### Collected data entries
● ● ● ● ● ● ●

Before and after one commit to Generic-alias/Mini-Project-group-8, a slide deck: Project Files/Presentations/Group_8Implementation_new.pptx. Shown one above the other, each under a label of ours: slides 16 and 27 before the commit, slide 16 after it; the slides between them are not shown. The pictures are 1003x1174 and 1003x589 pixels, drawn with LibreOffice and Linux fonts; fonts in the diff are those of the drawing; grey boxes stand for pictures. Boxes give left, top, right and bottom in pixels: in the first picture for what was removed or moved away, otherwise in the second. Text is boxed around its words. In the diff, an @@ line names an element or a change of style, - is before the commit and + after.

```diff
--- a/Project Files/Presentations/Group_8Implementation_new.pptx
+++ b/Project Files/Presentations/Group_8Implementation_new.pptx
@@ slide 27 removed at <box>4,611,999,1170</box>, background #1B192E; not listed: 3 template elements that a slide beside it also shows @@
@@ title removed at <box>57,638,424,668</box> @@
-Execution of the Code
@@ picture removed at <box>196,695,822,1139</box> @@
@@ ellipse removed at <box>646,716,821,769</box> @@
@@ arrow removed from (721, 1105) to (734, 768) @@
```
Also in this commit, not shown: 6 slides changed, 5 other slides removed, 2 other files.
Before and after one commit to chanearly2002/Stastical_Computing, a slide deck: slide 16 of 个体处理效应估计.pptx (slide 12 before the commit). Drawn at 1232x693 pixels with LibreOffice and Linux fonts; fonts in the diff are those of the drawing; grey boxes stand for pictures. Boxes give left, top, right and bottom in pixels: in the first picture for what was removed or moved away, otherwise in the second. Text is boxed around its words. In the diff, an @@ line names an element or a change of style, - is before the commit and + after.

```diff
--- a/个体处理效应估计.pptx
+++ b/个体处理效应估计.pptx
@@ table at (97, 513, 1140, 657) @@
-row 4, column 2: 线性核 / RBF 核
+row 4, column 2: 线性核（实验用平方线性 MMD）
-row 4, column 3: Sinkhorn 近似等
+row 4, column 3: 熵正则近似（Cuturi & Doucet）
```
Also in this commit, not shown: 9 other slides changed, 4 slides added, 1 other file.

● ● ● ● ● ● ●

### Task directions
Make a faithful copy of every record above.

### Your response
Before and after one commit to Generic-alias/Mini-Project-group-8, a slide deck: Project Files/Presentations/Group_8Implementation_new.pptx. Shown one above the other, each under a label of ours: slides 16 and 27 before the commit, slide 16 after it; the slides between them are not shown. The pictures are 1003x1174 and 1003x589 pixels, drawn with LibreOffice and Linux fonts; fonts in the diff are those of the drawing; grey boxes stand for pictures. Boxes give left, top, right and bottom in pixels: in the first picture for what was removed or moved away, otherwise in the second. Text is boxed around its words. In the diff, an @@ line names an element or a change of style, - is before the commit and + after.

```diff
--- a/Project Files/Presentations/Group_8Implementation_new.pptx
+++ b/Project Files/Presentations/Group_8Implementation_new.pptx
@@ slide 27 removed at <box>4,611,999,1170</box>, background #1B192E; not listed: 3 template elements that a slide beside it also shows @@
@@ title removed at <box>57,638,424,668</box> @@
-Execution of the Code
@@ picture removed at <box>196,695,822,1139</box> @@
@@ ellipse removed at <box>646,716,821,769</box> @@
@@ arrow removed from (721, 1105) to (734, 768) @@
```
Also in this commit, not shown: 6 slides changed, 5 other slides removed, 2 other files.
Before and after one commit to chanearly2002/Stastical_Computing, a slide deck: slide 16 of 个体处理效应估计.pptx (slide 12 before the commit). Drawn at 1232x693 pixels with LibreOffice and Linux fonts; fonts in the diff are those of the drawing; grey boxes stand for pictures. Boxes give left, top, right and bottom in pixels: in the first picture for what was removed or moved away, otherwise in the second. Text is boxed around its words. In the diff, an @@ line names an element or a change of style, - is before the commit and + after.

```diff
--- a/个体处理效应估计.pptx
+++ b/个体处理效应估计.pptx
@@ table at (97, 513, 1140, 657) @@
-row 4, column 2: 线性核 / RBF 核
+row 4, column 2: 线性核（实验用平方线性 MMD）
-row 4, column 3: Sinkhorn 近似等
+row 4, column 3: 熵正则近似（Cuturi & Doucet）
```
Also in this commit, not shown: 9 other slides changed, 4 slides added, 1 other file.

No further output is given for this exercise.